日本をはじめ多くの国では、議会の選挙は候補者個人への投票であるとともにその候補者の属する政党への投票と言うことになる。誰に、あるいはどの政党に投票するかを決めるデータとしては、公約が最重要である。公約は、現在の日本の政治的経済的状況をどのように捉えているか、その解決策として何を考えているかを説明している。
今回の各政党の公約をみると、税金を安くするとか、現金給付をするとか、行政サービスを向上させるとか、地域のためになる工事をするとかと言った主張が多い。どれも良いことのように聞こえる。しかし、考えてみよう。現金給付とか行政サービス向上とか新幹線網や高速道路網を充実させるとか、みな金がかかることである。これは税金を下げることと矛盾する。どこかを増やせばどこかを減らさなければならないのは常識である。何かを得るためには、「身銭を切る」すなわち自分が対価を払う必要があるという認識が必要だ。公約は多面的に検討しなければならない。

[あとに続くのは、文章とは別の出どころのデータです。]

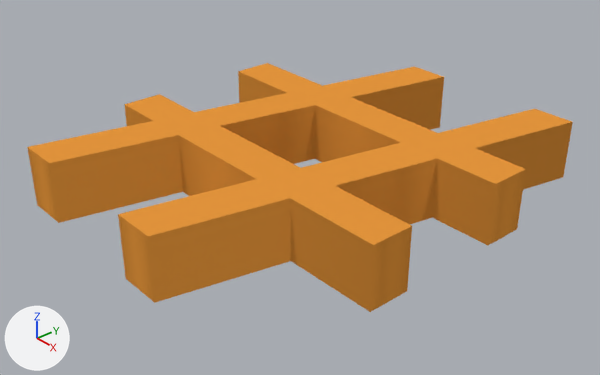
What one commit did to the Blender file assets/hashtag.blend.
Rendered twice from a camera (50 mm lens) standing at (0.877, -0.781, 0.589) and looking at (0.005, -0.022, -0.034). Lighting does not change. The marker at lower left points along +X, +Y and +Z.

The first picture shows 'Text'.
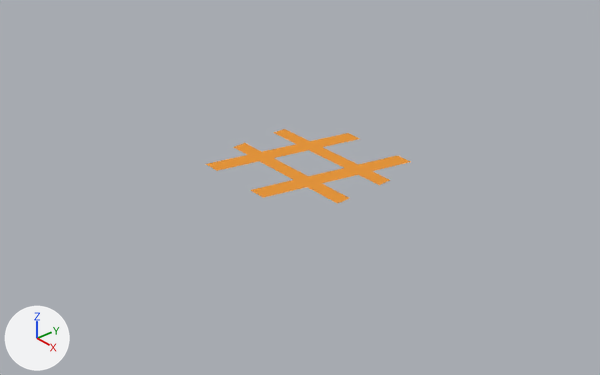
Location of each change, (x1, y1, x2, y2) in pixels of the pictures (600 x 375 px):
'Text', reshaped, rescaled (62% narrower, 70% shorter): before (27, 63, 573, 312); after (206, 129, 411, 204)

The change in detail:
In text 'Text' (txt_text), extrude is no longer 0.05.
Object 'Text' (ob_text) is rescaled from (1.0, 1.0, 1.0) to (0.429, 0.358, 1.0).
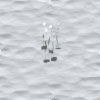
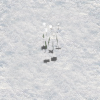
Layer changes from the first 100x100 image to the second:
painted on "Pasted Layer" over 0, 0, 100, 100
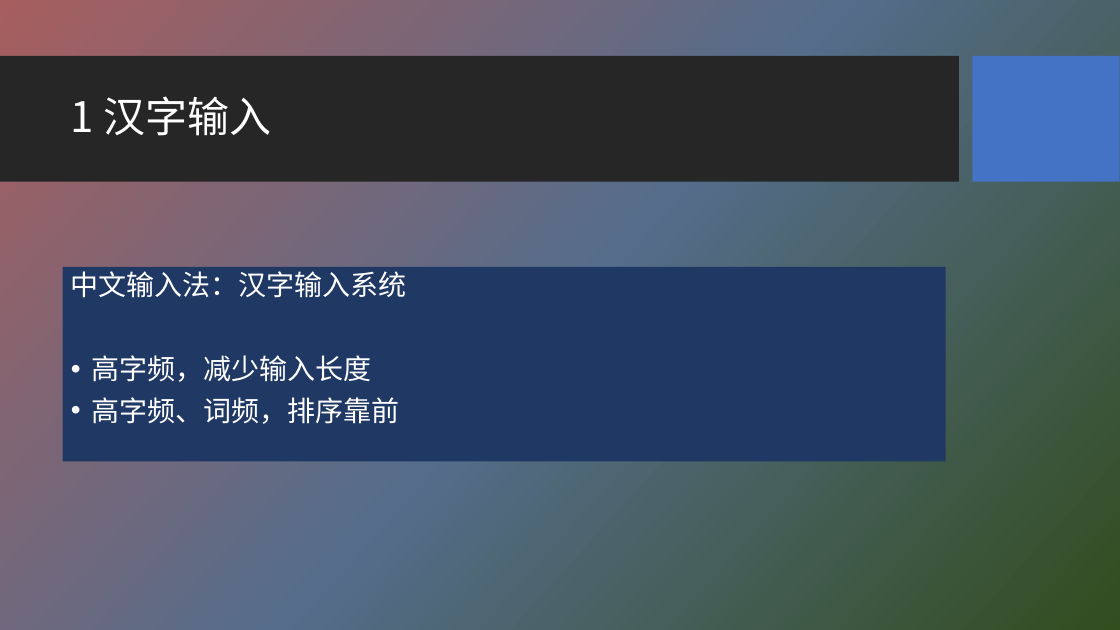
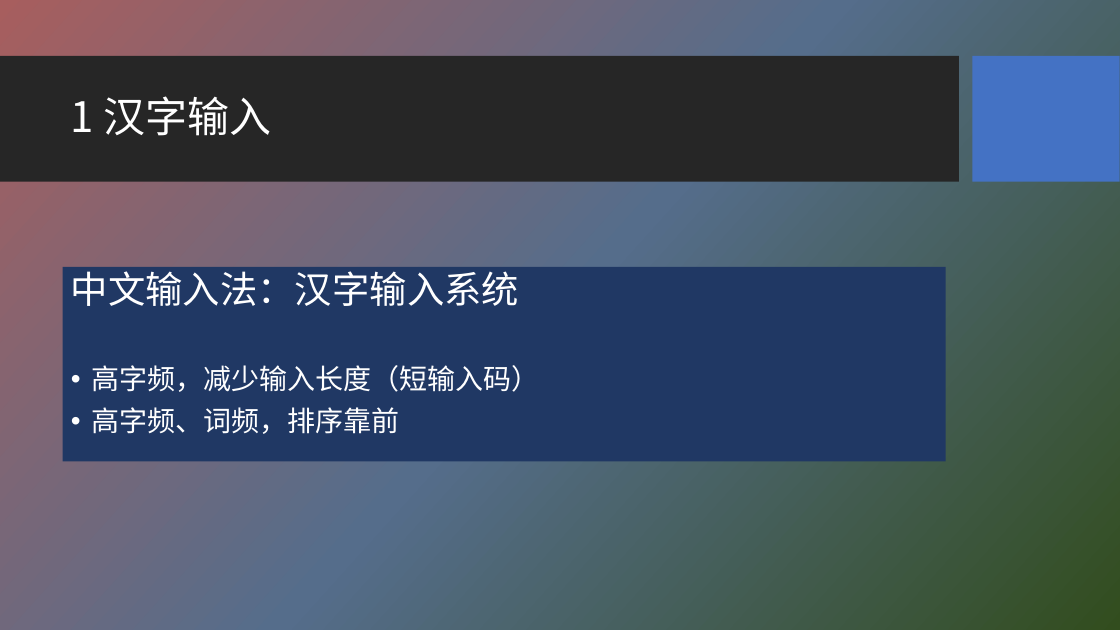
Before and after one commit to HBU/NLP_PPT, a slide deck: slide 28 of PPT-2020/ch06 字符编码与字频统计.pptx. Drawn at 1120x630 pixels with LibreOffice and Linux fonts; fonts in the diff are those of the drawing; background and template pictures are left out. Boxes give left, top, right and bottom in pixels: in the first picture for what was removed or moved away, otherwise in the second. Text is boxed around its words. In the diff, an @@ line names an element or a change of style, - is before the commit and + after.

```diff
--- a/PPT-2020/ch06 字符编码与字频统计.pptx
+++ b/PPT-2020/ch06 字符编码与字频统计.pptx
@@ text at [71, 265, 519, 306]: size 24 to 32 pt in "中文输入法：汉字输入系统" @@
@@ text at [92, 365, 540, 392]: text changed @@
-• 高字频，减少输入长度
+• 高字频，减少输入长度（短输入码）
```
Also in this commit, not shown: 5 other slides changed.
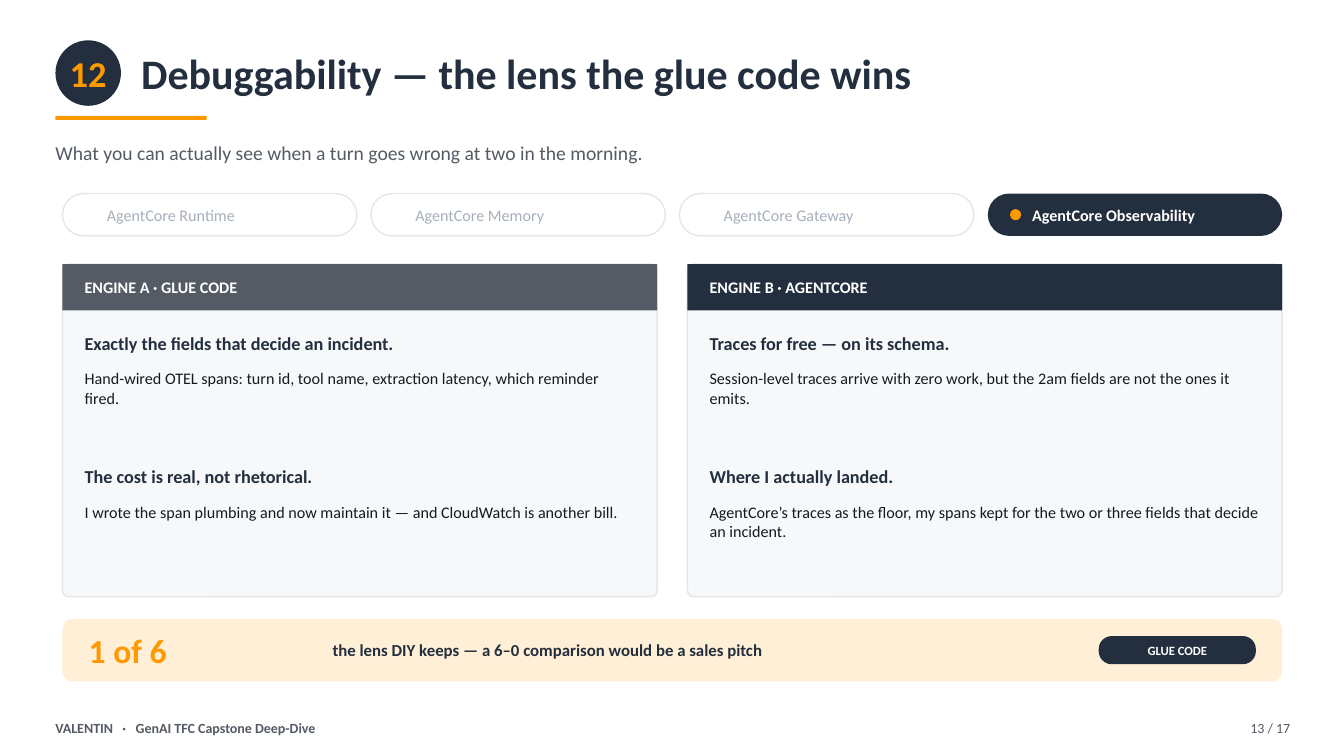
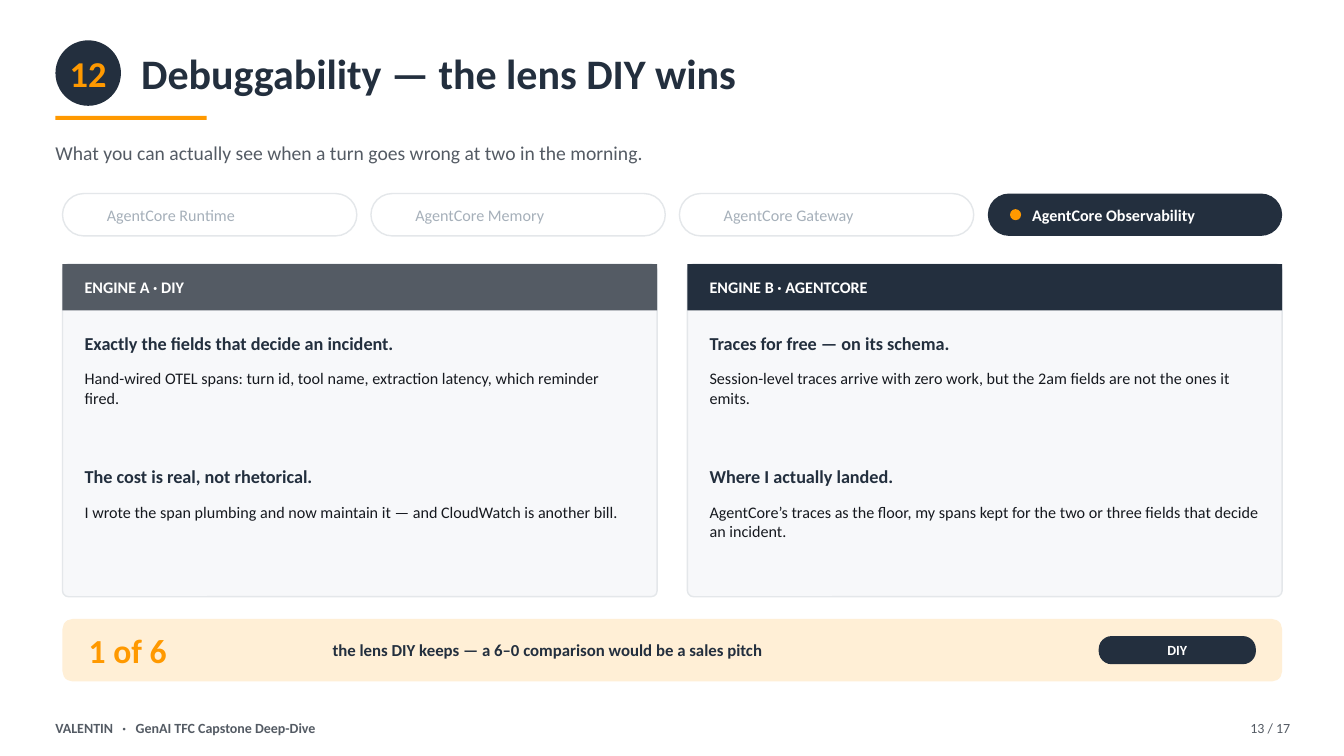
Before and after one commit to coralst/valentin-romantic-agent, a slide deck: slide 13 of docs/Valentin-Presentation-v7.pptx. Drawn at 1344x756 pixels with LibreOffice and Linux fonts; fonts in the diff are those of the drawing. Boxes give left, top, right and bottom in pixels: in the first picture for what was removed or moved away, otherwise in the second. Text is boxed around its words. In the diff, an @@ line names an element or a change of style, - is before the commit and + after.

```diff
--- a/docs/Valentin-Presentation-v7.pptx
+++ b/docs/Valentin-Presentation-v7.pptx
@@ text at <box>141,59,736,96</box>: text changed @@
-Debuggability — the lens the glue code wins
+Debuggability — the lens DIY wins
@@ text at <box>85,282,184,293</box>: text changed @@
-ENGINE A · GLUE CODE
+ENGINE A · DIY
@@ text at <box>1167,646,1187,655</box>: text changed; size 9 to 10 pt @@
-GLUE CODE
+DIY
```
Also in this commit, not shown: 7 other slides changed, 4 other files.

最近、アメリカ合衆国でもヨーロッパでもアジアでも、政治姿勢の左右を問わず大衆迎合政治・ポピュリズムが力を増している。最高権力者がポピュリズムの政治家と言う国もある。論理より感情に訴え、有権者に心地よいことのみを言い、その裏にある厳しい面にはあえて目をつむる。短期的にはある一部の人には有益かもしれないが、全体としてはマイナスの政策を主張し、一時は得をしたと思った人たちさえも結局は損をするといったことがある。自分たちだけが得をしようとするのではなく、最大多数の最大幸福を目指したいものだ。
本校の有権者である3年生には賢い有権者になってほしいし、それに続く他の生徒の皆さんも、集団主義の「大衆」ではなく、一人一人が自分の頭で考える「賢い市民」になってほしい。
最後に、以上は積極的に政治に関心を持とうという話だったが、むしろ規制があるという話。18歳未満の人が選挙運動をしてはいけない。皆さんがついやってしまいそうな具体例をあげると、選挙運動の内容等を、SNS上で書き込んだり、動画共有サイトに投稿したり、リツイートや転送したりしてはいけない。くれぐれも注意を。
注)以上の内容は、10月18日に行われた中庭集会で生徒に向けて話をしたものです。